If you ever have experienced the answer to this question first-hand, the odds are that your won't have lived to share you new-found knowledge. Car crashes can kill and that is the reason why automobile manufacturers today subject cars to intense crash tests.

Nissan recently invited journalists to watch one of their crash tests at close range. The cars used as guinea pigs were ones that have not yet made it to Indian roads - a large saloon, the Fuga, and a medium-sized hatch, the Tiida. The test we witnessed was called an offset crash, where the cars hit each other head-on with a small percentage of overlap, the kind of accident scenario that regularly has fatal consequences in India.

Nissan's new, aircraft hangar-like car-to-car indoor crash test facility is housed at a 40,000 square-metre laboratory in Yokosuka, outside Tokyo. Ground Zero, where all the shattering action happens is an area illuminated by bright lights and the actual area is crowned by a battery of lights that literally re-create daylight. The floor of Nissan's car-to-car crash test facility is however, unlike anything you'll ever see. It is the tracks that give away the real intent of this place and the purpose it is used for - the tracks all run into each other at the centre.

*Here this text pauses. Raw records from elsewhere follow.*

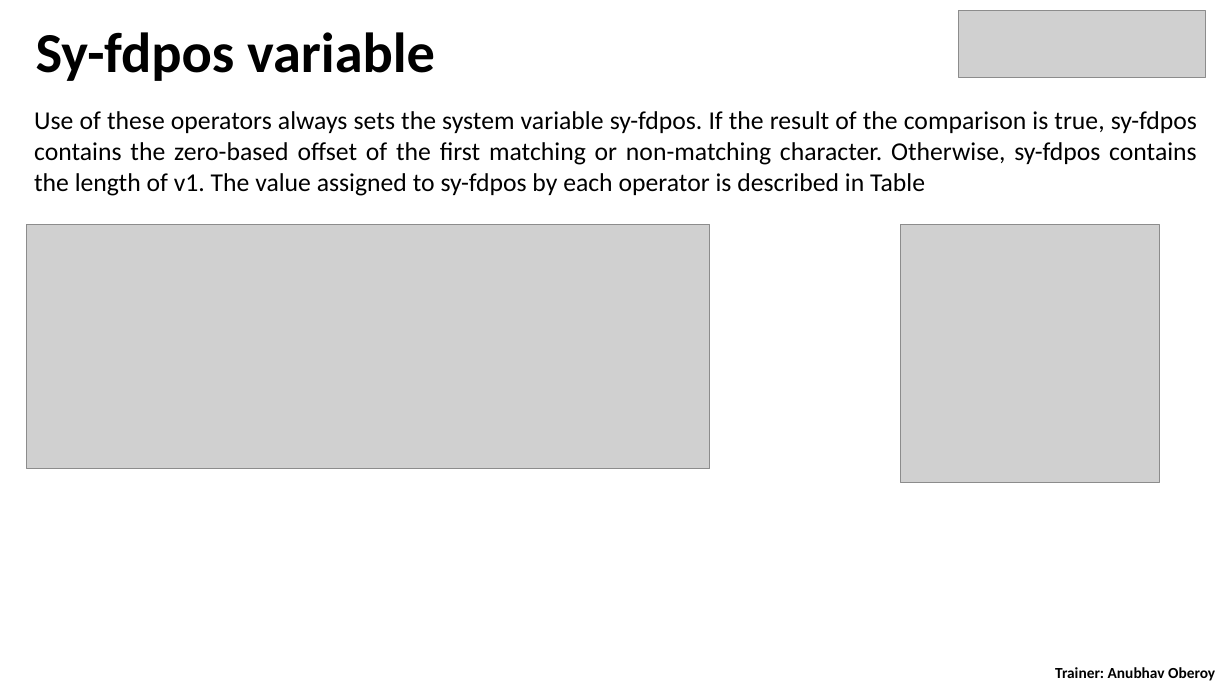
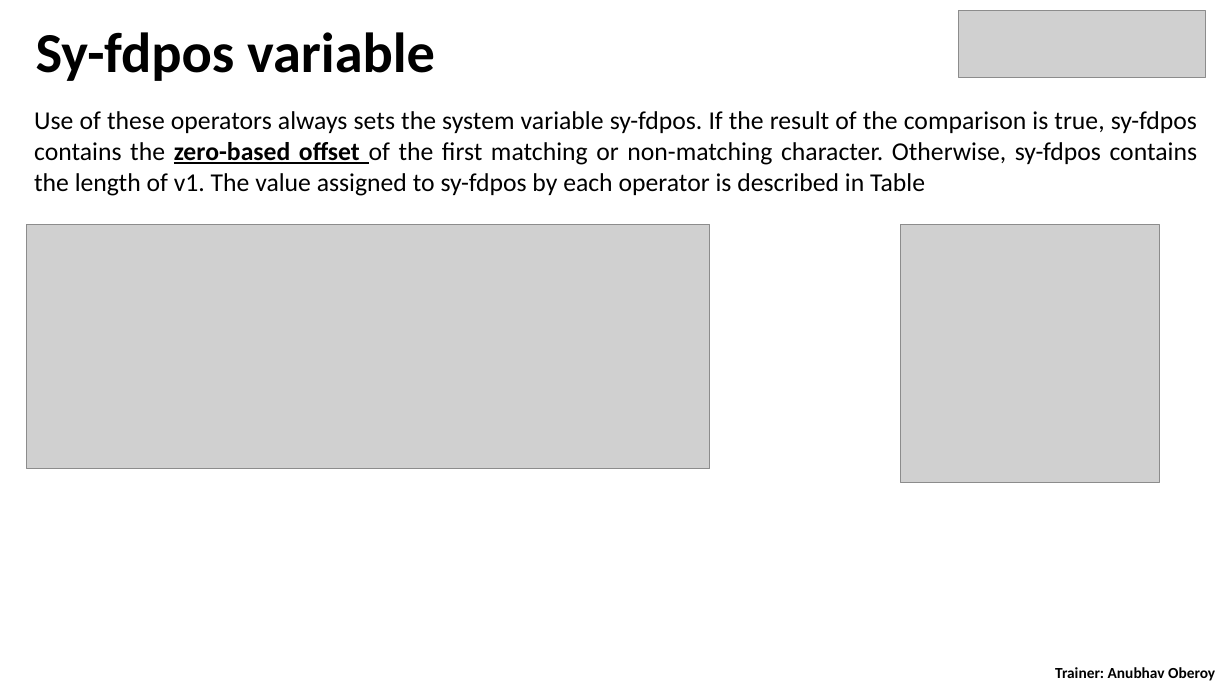
Before and after one commit to Grayser93/S4D400_Introduction_to_ABAP_on_S4HANA, a slide deck: slide 28 of day 2/S4D400 - Day 2.pptx. Drawn at 1232x693 pixels with LibreOffice and Linux fonts; fonts in the diff are those of the drawing; grey boxes stand for pictures. Boxes give left, top, right and bottom in pixels: in the first picture for what was removed or moved away, otherwise in the second. Text is boxed around its words. In the diff, an @@ line names an element or a change of style, - is before the commit and + after.

```diff
--- a/day 2/S4D400 - Day 2.pptx
+++ b/day 2/S4D400 - Day 2.pptx
@@ text "Use of these operators always ..." at (34,111,1198,196): bold on, underline on in "zero-based offset" @@
```
Also in this commit, not shown: 2 other files.
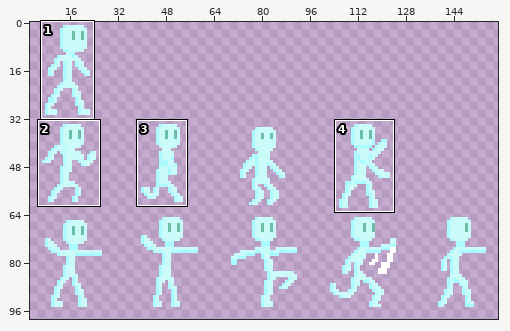
Sprite sheet: Assets/Assets/CharacterSheet.png. Above, an overview of the earlier version with the close-up marked.
Close-up. Before the edit:
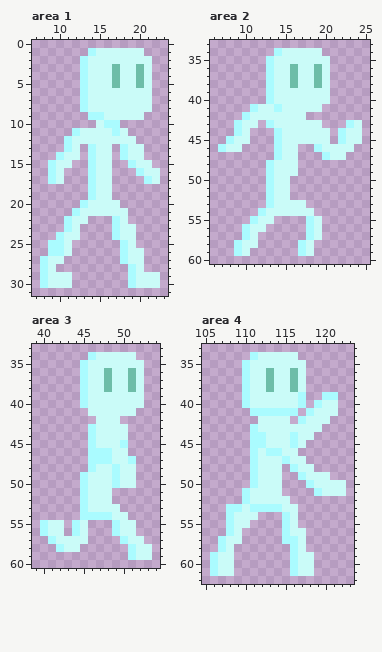
The file is 160x160 pixels. Shown: area 1: x 7..23, y 0..31; area 2: x 6..25, y 33..60; area 3: x 39..54, y 33..60; area 4: x 105..123, y 33..62. The wide view leaves out empty margins. The commit also changed other parts of the picture, which this record leaves out.
After the commit:
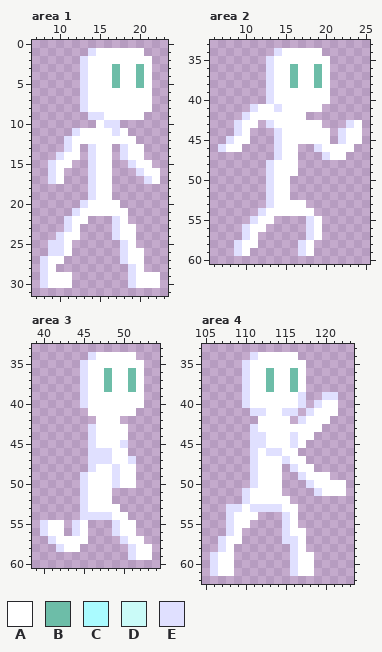
Palette (. is transparent): A #ffffff  B #6dbda8  C #aafbff  D #cafbf8  E #e0e0ff
From old to new:
Changed rows in their new state; - is an unchanged pixel.
Area 1:
first column x 8:
 1 ------EAAAAAA--
 2 -----EAAAAAAAA-
 3 -----EAAA-AA-A-
 4 -----EAAA-AA-A-
 5 -----EAAA-AA-A-
 6 -----EAAAAAAAA-
 7 -----EAAAAAAAA-
 8 -----EAAAAAAAA-
 9 ------EEAAAAA--
10 -------AEE-----
11 ----EAAAAEA----
12 ---EAAAAAAAA---
13 ---EA-EAA-EAA--
14 --EAA-EAA-EAA--
15 -EAA--EAA--EAA-
16 -EA---EAA---EAA
17 -EA---EAA----EA
18 ------EAA------
19 ------EAA------
20 -----EAAAA-----
21 ----EAAAAAA----
22 ---EAA---EA----
23 ---EA----EAA---
24 --EAA----EAA---
25 -EEA------EA---
26 -EEA------EAA--
27 EAA-------EAA--
28 EA---------EA--
29 EAAA-------EAAA
30 EAAA-------EAAA
Area 2:
first column x 7:
34 -------EAAAAA-----
35 ------EAAAAAAA----
36 ------EAA-AA-A----
37 ------EAA-AA-A----
38 ------EAA-AA-A----
39 ------EAAAAAAA----
40 ------EAAAAAAA----
41 ----EAAEAAAAA-----
42 ---EAAAAAAA-------
43 --EAA-EAAAAAA---EA
44 --EA---EAAAAAA-EAA
45 -EAA---EAAAAAA-EAA
46 EAA----EAA--EAAAA-
47 -------EAA---EAA--
48 ------EAAA--------
49 ------EAAA--------
50 ------EAA---------
51 ------EAA---------
52 ------EAA---------
53 ------EAAAA-------
54 -----EAAAAAA------
55 ----EAA----EA-----
56 ---EAA-----EA-----
57 ---EA------EA-----
58 --EAA-----EA------
59 --EA------EA------
Area 3:
first column x 40:
34 ------EAAAAA--
35 -----EAAAAAAA-
36 -----EAA-AA-A-
37 -----EAA-AA-A-
38 -----EAA-AA-A-
39 -----EAAAAAAA-
40 -----EAAAAAAA-
41 ------AAAAAA--
42 -------AAA----
43 ------EAAAA---
44 ------EAAAA---
45 ------EAAAE---
46 ------EEEAA---
47 ------EEEAAE--
48 ------EAAEAA--
49 -----EAAAEAA--
50 -----EAAAEAA--
51 -----EAAA-----
52 -----EAAA-----
53 -----EAAAA----
54 -----EEEEAA---
55 EAA-EA---EAA--
56 EAA-EA---EAA--
57 -EAAAA----EAA-
58 --EAA------EAA
59 -----------EAA
Area 4:
first column x 106:
34 -----EAAAAA------
35 ----EAAAAAAA-----
36 ----EAA-AA-A-----
37 ----EAA-AA-A-----
38 ----EAA-AA-A-----
39 ----EAAAAAAE--EE-
40 ----EAAAAAAE-EAA-
41 -----EEAAEE-EAAA-
42 ------AAAA-EAAA--
43 -----EAAAAAAAA---
44 -----EEAAAEAA----
45 -----EEAAAEA-----
46 -----EAEEAA------
47 -----EAAAEAA-----
48 -----EAAA-EAA----
49 -----EAAA--EAAA--
50 -----EAAA---EAAAA
51 ----EAAAA----EAAA
52 ----EAAAAA-------
53 --EEAEEEEAA------
54 --EAAA---EA------
55 --EAA----EA------
56 --EA-----EAA-----
57 -EAA-----EEA-----
58 -EA-------EA-----
59 EAA-------EAA----
60 EAA-------EAA----
61 EAA-------EAA----

The test we witnessed was conducted with both the cars coming at each other at 50 kph, which means a 100 kph combined speed of impact. Incidentally, the cars were not powered by their own engines but were motivated by a sophisticated system of pulleys from under the floor. As they got closer, the lights glowed brighter to help the high-speed cameras capture it all. They collided in a spew of broken perspex, flying glass, dislodged bumpers, broken leaking hoses, deflated airbags and jammed wipers. The larger, heavier silver-coloured Fuga had pushed the lighter hatch back by a considerable distance and flipped it around. Viewing the high-speed video later revealed that the impact was so severe that at one point in time, only one tyre on the larger Fuga was on the ground, while all four of the Tiida's tyres were airborne as the cars pirouetted around in a death dance.

Yet after the impact, Nissan engineers could amazingly open the doors of both cars as there was very little deformation or misalignment to the pillars and doors of even the Tiida, despite the crash having almost completely wiped off the car's nose. However, the telltale signs of the serious nature of the crash remained to be seen. The roof of the Tiida had a flex mark where it was bent during the crash, the driver's seat was still tethered but rested against the door of the car and the front wheel was so seriously bent that it looked like a crumpled ball of paper.

The conclusions are simple.

Lesson 1) Don't crash.

Lesson 2) If you do, make sure you are in a safe car with seatbelts on. Worth remembering is that the test cars were doing only 50 kph - on highways in India, crashes happen at much higher speeds. And with 80,000 deaths a year on Indian roads, you'd think safety would be an issue, and car makers here would be bending over backwards to give us safer cars.

Lesson 3) Always look for crash test ratings, ask about the safety features of a car when you go shopping. Above all, think of safety when buying a car. Unless each customer thinks and intensely demands safety, these kinds of safety measure will be found only on high-end cars.